- **Requirement**:
Produce a copy of every line in the records that holds the string "size".

▬▬▬

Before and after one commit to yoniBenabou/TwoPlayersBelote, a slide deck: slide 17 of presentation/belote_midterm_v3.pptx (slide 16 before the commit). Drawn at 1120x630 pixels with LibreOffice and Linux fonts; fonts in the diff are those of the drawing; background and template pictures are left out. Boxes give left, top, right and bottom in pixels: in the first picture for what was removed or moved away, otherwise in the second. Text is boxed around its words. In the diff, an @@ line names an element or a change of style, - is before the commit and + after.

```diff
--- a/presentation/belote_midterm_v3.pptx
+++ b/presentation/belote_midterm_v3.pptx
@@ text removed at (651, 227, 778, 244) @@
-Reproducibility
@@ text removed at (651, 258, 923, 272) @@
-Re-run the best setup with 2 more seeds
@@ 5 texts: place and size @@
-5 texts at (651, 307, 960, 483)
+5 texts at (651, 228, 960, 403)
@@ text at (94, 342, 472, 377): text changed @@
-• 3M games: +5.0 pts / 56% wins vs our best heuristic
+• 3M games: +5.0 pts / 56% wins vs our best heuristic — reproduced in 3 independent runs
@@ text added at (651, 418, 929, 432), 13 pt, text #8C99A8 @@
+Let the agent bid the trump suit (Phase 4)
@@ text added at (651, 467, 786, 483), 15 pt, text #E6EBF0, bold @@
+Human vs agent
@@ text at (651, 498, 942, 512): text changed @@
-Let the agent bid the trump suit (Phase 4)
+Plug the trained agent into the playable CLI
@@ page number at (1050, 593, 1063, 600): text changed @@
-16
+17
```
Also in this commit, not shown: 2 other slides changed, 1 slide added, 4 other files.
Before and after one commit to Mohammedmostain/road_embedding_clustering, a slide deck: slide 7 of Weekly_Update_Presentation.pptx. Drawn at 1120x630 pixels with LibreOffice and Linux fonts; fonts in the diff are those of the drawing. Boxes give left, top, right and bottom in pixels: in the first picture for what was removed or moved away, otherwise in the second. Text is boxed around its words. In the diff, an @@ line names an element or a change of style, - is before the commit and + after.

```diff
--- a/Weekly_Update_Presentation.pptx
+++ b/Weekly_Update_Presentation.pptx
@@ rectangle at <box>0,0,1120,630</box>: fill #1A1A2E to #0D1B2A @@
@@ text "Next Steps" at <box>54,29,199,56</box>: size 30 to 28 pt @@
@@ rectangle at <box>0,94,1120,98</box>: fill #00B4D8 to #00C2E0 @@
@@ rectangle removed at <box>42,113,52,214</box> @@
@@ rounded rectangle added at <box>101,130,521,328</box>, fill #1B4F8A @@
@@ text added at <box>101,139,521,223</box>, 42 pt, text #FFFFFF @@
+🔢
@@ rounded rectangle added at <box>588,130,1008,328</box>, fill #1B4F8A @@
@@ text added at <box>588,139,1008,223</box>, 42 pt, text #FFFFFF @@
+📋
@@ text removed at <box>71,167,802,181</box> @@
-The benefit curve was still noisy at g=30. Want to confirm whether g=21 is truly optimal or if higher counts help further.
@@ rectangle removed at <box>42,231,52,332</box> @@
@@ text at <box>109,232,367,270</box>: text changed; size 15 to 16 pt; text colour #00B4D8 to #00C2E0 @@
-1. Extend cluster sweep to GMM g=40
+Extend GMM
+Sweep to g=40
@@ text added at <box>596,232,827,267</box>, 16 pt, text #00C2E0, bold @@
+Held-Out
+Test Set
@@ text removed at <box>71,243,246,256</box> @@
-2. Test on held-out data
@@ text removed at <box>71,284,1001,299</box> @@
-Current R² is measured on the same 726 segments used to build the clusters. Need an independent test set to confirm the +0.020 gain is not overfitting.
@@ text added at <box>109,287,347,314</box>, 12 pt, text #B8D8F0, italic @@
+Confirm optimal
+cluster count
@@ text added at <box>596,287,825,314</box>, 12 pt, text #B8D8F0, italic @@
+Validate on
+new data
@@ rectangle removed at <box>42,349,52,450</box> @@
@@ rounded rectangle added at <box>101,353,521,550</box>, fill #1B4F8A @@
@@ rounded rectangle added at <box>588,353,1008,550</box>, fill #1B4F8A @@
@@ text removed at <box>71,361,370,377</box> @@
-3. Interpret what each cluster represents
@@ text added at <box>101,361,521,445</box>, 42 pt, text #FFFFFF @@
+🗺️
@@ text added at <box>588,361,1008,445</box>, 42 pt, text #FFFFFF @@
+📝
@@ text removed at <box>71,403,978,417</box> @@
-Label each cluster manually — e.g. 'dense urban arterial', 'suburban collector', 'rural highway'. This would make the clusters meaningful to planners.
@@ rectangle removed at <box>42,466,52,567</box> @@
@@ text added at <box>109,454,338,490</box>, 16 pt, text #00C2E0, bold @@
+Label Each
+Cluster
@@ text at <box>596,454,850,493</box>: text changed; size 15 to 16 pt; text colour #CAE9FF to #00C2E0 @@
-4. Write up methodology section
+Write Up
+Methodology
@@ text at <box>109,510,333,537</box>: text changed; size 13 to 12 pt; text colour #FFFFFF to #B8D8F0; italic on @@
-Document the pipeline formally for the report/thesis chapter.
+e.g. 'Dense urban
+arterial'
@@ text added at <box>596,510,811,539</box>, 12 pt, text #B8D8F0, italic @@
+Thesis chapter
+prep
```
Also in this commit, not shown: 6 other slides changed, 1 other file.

▬▬▬

- **Solved problem**:
@@ 5 texts: place and size @@
@@ text "Next Steps" at <box>54,29,199,56</box>: size 30 to 28 pt @@
@@ text at <box>109,232,367,270</box>: text changed; size 15 to 16 pt; text colour #00B4D8 to #00C2E0 @@
@@ text at <box>596,454,850,493</box>: text changed; size 15 to 16 pt; text colour #CAE9FF to #00C2E0 @@
@@ text at <box>109,510,333,537</box>: text changed; size 13 to 12 pt; text colour #FFFFFF to #B8D8F0; italic on @@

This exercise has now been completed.